Langkah lelaki itu terhenti, tapi rahang dan genggaman tangannya merapat. Dia ingat artikel yang ditulis seorang wartawan dua minggu setelah kebakaran naas itu. Artikel yang dia harapkan tidak pernah terbit.

“Saya penggemar Anda, saya sempat bertanya ke penerbitan tentang Anda, tapi tidak ada yang memberi jawaban tentang identitas Anda. Mereka bilang, mereka tidak diijinkan untuk bicara. Kini setelah bertemu langsung, saya hanya menebak-nebak.”

“Kalau pun tebakan Anda benar, apa yang akan Anda lakukan?” tanya Juna sinis.
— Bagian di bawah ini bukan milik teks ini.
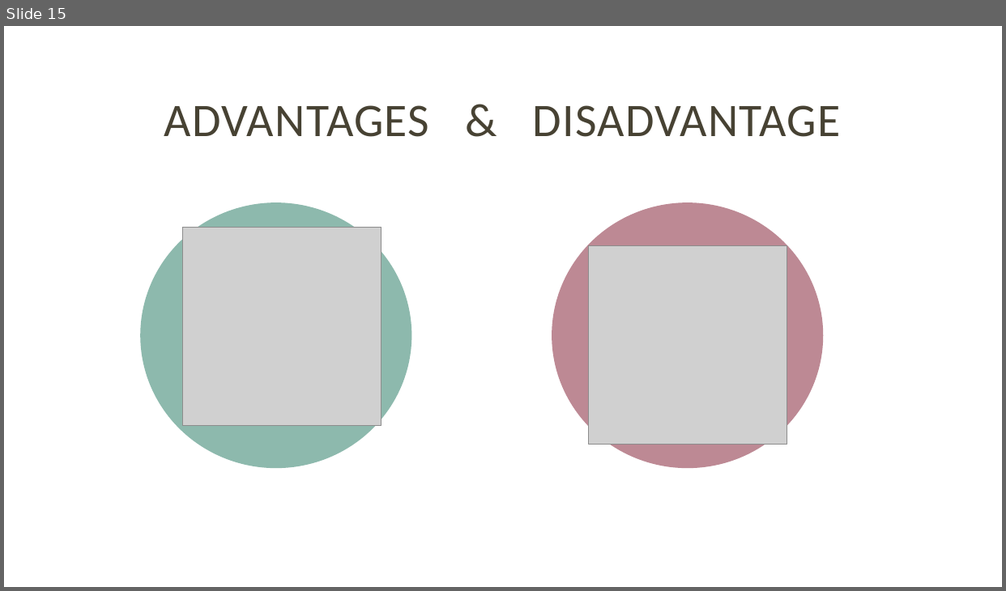
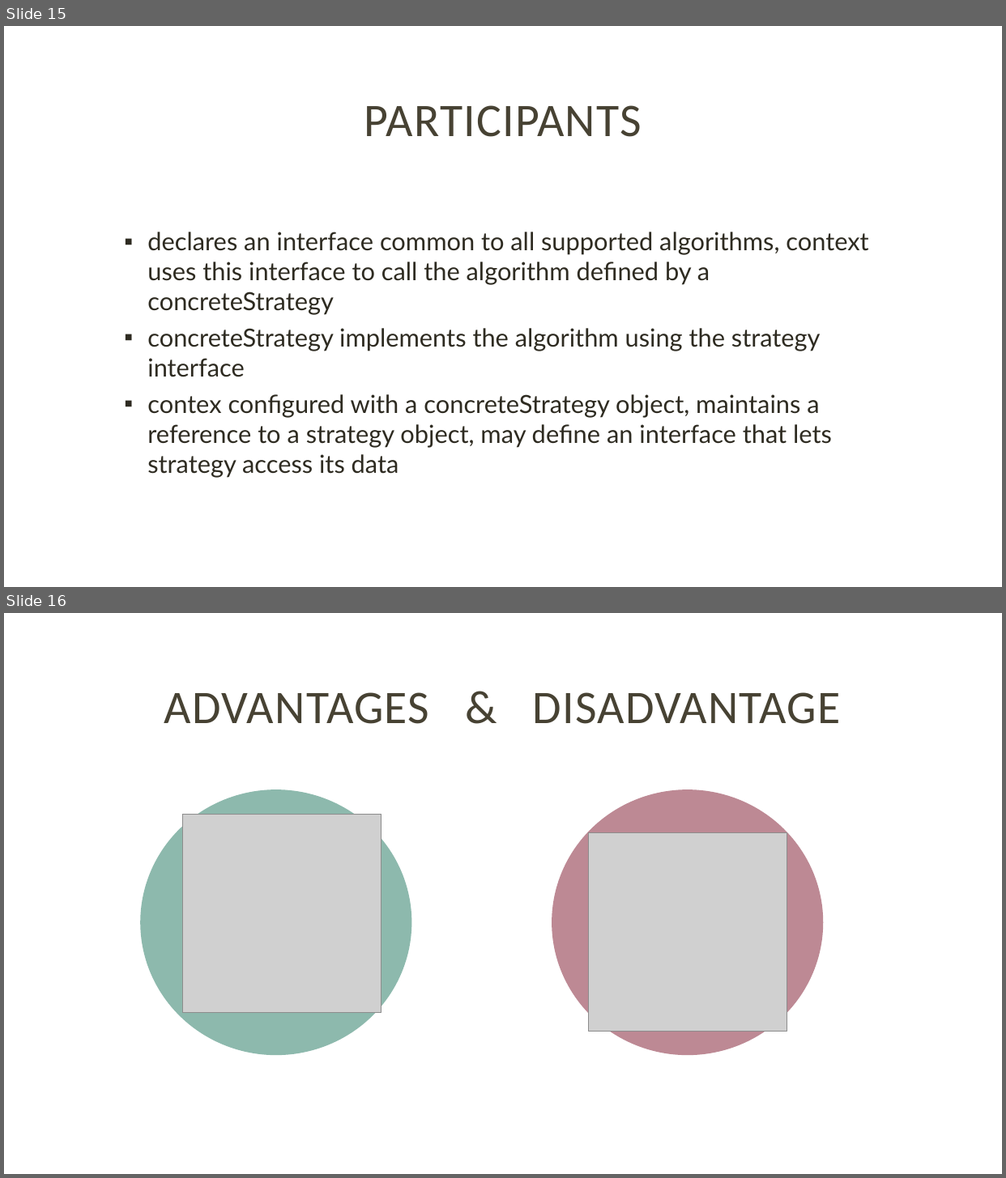
Before and after one commit to ntninh18/crossy-road, a slide deck: seminar/StrategyPattern.pptx. Shown one above the other, each under a label of ours: slide 15 before the commit, slides 15 and 16 after it. The pictures are 1006x591 and 1006x1178 pixels, drawn with LibreOffice and Linux fonts; fonts in the diff are those of the drawing; grey boxes stand for pictures. Boxes give left, top, right and bottom in pixels: in the first picture for what was removed or moved away, otherwise in the second. Text is boxed around its words. In the diff, an @@ line names an element or a change of style, - is before the commit and + after.

```diff
--- a/seminar/StrategyPattern.pptx
+++ b/seminar/StrategyPattern.pptx
@@ slide 15 added at (4,26,1002,587), background #FFFFFF @@
@@ title added at (364,105,641,137), 45 pt, text #474233 @@
+PARTICIPANTS
@@ text added at (147,232,868,478), 24 pt, text #2E2B21 @@
+▪ declares an interface common to all supported algorithms, context uses this interface to call the algorithm defined by a concreteStrategy
+▪ concreteStrategy implements the algorithm using the strategy interface
+▪ contex configured with a concreteStrategy object, maintains a reference to a strategy object, may define an interface that lets strategy access its data
@@ what was slide 15 is now slide 16 @@
```
Also in this commit, not shown: 4 slides changed, 1 other file.

Sinisme telah menjadi salah satu alatnya untuk melindungi diri, ketika tidak ingin dikasihani.

“Jika seseorang itu menyebutnya kebodohan, Anda sendiri menyebutnya apa?” Pertanyaan dibalas pertanyaan. Biasanya Juna akan menghindar, tapi setelah melihat bagaimana wajah cantik itu berubah keras atas penghakiman fisik, lelaki ini ingin lebih menunjukkan diri.

“Tanggung jawab,” jawab Arjuna yakin. Semua yang terjadi malam itu adalah tanggungjawabnya, meskipun bukan dia penyebabnya. Jika sampai ada orang yang terluka di bawah pimpinannya, maka dialah yang bertanggungjawab.
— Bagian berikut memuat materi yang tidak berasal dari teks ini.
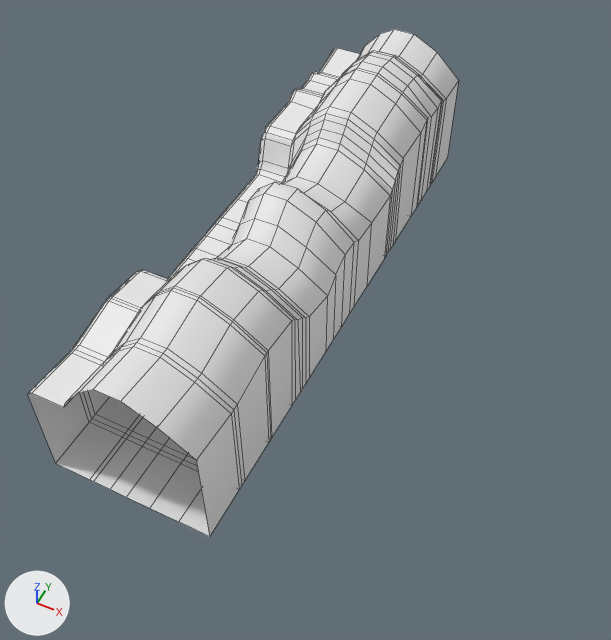
A saved change to the OBJ model Assets/Models/Platforms/Platform_3.obj.
Both versions are drawn from a 50 mm lens placed at (49.0, -74.4, 82.4), pointed at (16.0, -8.3, -0.1). The lights are fixed; the arrows at lower left show +X, +Y and +Z. Mesh edges are drawn as thin lines. Where no turn or scale is listed for an object, it has been applied to the vertices.

Objects in the first picture: 'Platform_3'.
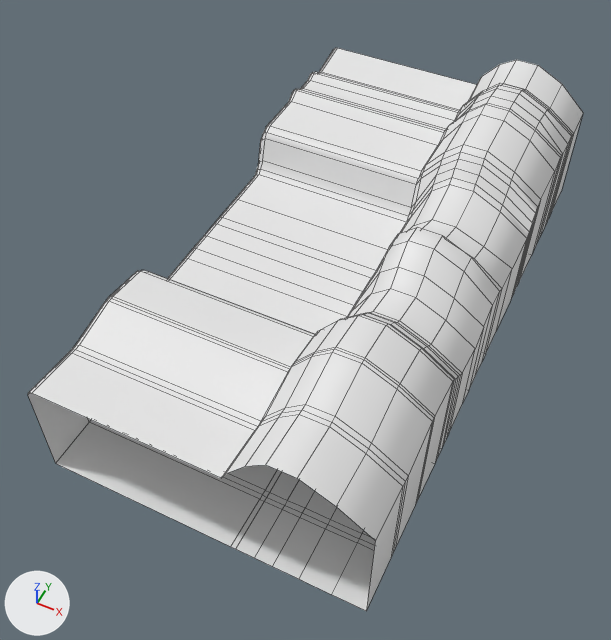
What differs and where, as boxes (x1, y1, x2, y2) in the pictures (611 x 640 px; the box of a moved part takes in the faces that stretch with it):
'Platform_3', reshaped (29% wider, 11% taller)
    before: (28, 29, 459, 537)
    after: (28, 48, 583, 611)
part 1 of me_platform_3, moved or reshaped
    before: (60, 29, 459, 537)
    after: (60, 53, 583, 611)

The change, as a diff of the scene's bpy script:
```diff
--- a/Assets/Models/Platforms/Platform_3.obj.py
+++ b/Assets/Models/Platforms/Platform_3.obj.py
@@ me_platform_3 @@
 me_platform_3.from_pydata(...)  # 665 vertices, 646 faces; spans x -2.6..19.0, y -38.5..38.5, z -5.0..16.7
 # used by ob_platform_3; location = (0.0, 0.0, 0.0)
+# me_platform_3 part 1: all 490 vertices in x 2.5..19.0, y -38.5..38.5, z -5.0..16.7 are moved by (19.2, 0.0, 0.0)
```

Lawan bicaranya berkata lantang. “Anda tidak perlu menutupinya dengan apa pun.”

Arjuna tidak pernah merasa memerlukan kalimat penghiburan atas tindakannya terjun dalam bara. Namun, kalimat kedua yang diucapkan perempuan bermata kelam itu, seperti cahaya pertama yang dia lihat dalam langit hitam.

“Saya menyebutnya kebaikan hati, keberanian, pengorbanan, dan kepahlawanan.”